Been pondering mailing lists and such for a while now but a) didn’t have anything to report regularly enough, and, b) didn’t want to start something only to find I couldn’t sustain it! A bit further down the road now, particularly with the Events side now in place, so giving this a try and if it works out can use it as the basis for a (monthly) newsletter or similar (or that’s the thought process anyway!)

Thanks to much help from my ever-so-glamorous assistant the website has been flooded with new additions this past week – both “new new” and “new pre-loved” including some very amazing rare and limited editions as part of the ongoing cataloguing process (for more see Special Finds). Brief glitch on day one when we hit some memory issues (the website’s not ours!) but fortunately resolved quite quickly.
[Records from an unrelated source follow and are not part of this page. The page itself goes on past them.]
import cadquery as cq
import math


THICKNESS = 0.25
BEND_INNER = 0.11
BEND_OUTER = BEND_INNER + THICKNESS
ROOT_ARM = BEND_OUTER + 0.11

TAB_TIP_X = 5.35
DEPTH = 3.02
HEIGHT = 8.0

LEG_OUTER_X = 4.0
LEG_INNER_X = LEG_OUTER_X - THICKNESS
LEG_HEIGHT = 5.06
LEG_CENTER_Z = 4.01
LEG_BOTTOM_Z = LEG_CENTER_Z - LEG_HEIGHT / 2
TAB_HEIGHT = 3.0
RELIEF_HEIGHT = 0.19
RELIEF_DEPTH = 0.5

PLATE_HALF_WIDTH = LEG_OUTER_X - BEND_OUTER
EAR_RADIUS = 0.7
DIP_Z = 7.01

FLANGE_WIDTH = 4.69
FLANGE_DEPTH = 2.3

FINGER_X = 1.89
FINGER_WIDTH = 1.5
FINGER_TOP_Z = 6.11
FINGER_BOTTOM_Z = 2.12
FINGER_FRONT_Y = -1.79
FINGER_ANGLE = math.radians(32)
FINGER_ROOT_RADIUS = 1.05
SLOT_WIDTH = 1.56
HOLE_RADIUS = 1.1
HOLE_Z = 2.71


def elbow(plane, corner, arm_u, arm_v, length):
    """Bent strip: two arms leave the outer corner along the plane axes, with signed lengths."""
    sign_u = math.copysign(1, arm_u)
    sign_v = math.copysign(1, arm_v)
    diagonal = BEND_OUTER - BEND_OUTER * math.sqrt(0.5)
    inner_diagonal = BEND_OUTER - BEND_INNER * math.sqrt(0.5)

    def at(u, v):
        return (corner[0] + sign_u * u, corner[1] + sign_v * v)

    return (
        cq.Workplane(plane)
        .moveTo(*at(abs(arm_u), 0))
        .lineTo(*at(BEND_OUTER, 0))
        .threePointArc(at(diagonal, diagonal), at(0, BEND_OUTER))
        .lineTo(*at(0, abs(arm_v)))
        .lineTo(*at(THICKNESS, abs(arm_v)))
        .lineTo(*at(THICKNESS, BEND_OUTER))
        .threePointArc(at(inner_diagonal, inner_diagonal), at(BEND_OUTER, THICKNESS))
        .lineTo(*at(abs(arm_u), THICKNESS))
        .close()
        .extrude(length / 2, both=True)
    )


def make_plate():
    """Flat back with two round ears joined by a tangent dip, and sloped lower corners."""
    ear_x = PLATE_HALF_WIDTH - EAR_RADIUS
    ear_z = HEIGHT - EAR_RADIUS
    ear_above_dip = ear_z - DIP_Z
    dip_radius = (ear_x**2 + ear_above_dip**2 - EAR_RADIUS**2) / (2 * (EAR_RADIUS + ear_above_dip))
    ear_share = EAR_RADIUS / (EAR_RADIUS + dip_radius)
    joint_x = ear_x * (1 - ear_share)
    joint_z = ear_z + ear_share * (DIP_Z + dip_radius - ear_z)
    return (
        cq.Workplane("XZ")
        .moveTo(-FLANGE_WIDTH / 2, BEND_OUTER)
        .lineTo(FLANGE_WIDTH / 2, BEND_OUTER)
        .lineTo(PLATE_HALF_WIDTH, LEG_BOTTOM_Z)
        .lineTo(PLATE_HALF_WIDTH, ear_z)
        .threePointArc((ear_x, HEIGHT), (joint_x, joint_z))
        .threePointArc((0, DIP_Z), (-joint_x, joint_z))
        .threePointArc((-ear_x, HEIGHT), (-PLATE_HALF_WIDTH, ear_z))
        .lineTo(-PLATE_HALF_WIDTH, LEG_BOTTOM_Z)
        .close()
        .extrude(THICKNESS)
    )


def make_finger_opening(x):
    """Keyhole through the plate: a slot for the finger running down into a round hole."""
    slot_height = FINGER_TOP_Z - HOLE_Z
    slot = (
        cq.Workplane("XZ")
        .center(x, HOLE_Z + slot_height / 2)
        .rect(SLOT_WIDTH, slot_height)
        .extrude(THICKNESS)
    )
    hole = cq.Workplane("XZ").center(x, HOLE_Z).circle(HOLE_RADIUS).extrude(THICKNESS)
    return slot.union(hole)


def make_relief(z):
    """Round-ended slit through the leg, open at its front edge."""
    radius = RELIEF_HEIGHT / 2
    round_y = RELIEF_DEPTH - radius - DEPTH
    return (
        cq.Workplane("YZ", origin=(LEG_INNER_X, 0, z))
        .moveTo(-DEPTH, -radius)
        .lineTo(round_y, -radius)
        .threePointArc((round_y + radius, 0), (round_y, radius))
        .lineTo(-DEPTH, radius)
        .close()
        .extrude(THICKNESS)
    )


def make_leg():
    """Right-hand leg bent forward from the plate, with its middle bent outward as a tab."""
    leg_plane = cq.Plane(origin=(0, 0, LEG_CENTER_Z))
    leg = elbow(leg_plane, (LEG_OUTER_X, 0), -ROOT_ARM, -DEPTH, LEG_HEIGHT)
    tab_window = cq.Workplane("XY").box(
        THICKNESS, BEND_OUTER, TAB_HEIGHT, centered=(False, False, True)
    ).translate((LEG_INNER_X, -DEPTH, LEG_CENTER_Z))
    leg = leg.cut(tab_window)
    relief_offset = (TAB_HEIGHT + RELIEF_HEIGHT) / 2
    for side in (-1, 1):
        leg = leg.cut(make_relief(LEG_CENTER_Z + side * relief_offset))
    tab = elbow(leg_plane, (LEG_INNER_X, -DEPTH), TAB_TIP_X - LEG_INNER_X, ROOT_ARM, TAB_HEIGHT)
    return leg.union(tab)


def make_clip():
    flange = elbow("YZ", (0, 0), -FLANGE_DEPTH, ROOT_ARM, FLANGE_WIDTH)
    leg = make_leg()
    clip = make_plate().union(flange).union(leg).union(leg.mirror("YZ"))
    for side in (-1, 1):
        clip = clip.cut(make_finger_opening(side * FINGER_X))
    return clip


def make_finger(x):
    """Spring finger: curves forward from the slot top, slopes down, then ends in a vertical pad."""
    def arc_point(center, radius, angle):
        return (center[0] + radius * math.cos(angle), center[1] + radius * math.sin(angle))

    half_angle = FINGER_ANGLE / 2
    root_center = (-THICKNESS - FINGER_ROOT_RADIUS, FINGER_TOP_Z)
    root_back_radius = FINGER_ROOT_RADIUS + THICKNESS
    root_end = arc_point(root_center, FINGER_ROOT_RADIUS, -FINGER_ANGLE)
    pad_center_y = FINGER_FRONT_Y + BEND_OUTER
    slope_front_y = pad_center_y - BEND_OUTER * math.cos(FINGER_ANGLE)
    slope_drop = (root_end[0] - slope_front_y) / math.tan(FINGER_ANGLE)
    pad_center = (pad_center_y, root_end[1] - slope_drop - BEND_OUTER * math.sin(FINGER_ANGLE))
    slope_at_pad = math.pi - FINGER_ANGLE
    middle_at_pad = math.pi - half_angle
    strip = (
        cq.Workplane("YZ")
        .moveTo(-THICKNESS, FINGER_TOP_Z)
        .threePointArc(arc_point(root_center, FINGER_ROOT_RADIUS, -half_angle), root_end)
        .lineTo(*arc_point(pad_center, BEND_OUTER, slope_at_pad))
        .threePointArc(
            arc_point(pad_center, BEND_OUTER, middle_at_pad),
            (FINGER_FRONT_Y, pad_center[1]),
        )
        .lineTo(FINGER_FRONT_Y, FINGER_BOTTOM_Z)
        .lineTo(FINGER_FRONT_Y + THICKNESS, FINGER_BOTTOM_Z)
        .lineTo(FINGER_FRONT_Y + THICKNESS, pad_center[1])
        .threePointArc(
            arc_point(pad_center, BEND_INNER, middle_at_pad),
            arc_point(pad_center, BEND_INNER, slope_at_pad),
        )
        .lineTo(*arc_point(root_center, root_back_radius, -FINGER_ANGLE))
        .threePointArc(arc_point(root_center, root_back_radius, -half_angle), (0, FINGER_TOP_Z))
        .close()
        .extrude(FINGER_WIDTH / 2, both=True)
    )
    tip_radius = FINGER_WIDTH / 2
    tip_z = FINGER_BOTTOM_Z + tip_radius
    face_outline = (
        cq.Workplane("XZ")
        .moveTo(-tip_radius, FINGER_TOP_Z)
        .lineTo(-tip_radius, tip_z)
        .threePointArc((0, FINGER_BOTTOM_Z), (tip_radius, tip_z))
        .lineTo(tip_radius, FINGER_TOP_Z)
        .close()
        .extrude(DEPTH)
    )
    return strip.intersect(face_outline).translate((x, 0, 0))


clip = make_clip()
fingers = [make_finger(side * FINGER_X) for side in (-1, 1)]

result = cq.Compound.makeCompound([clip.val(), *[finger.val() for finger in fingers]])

June’s workshop will be a re-run of Runes (try saying that ten times fast) and will be on  the 15th – as usual you can book online or in the shop, see Events for further info. I’ve been absolutely loving doing them, and looking forward to some of the new topics I’m hoping to cover in the coming months.

I also managed to de-Americanise the website (apologies to Americans, but some of the terminology was driving me crazy) so no more ‘Cart’ and ‘Newness’ nonsense, it should be Baskets and Date Added all round now!

Another new addition is ‘Book Prescriptions’ – more designed for ‘distance customers’ since (hopefully) anyone who pops in the shop knows they can always have a blether about suggestions and recommendations,  but this gives everyone the opportunity the chance to fill in a wee form to do the same (or even just for days like this when it’s chucking it down and you don’t want to venture forth…)

Seems like most of the past week involved minor skirmishes with the website – I think it largely came out a draw but time will tell whether it’s all working properly and it might take me a while to get it as ‘pretty’ as I would like (if any WP gurus want to volunteer their help I’d be more than willing to accept, done a not-bad job at bodging through myself so far but know my limitations!)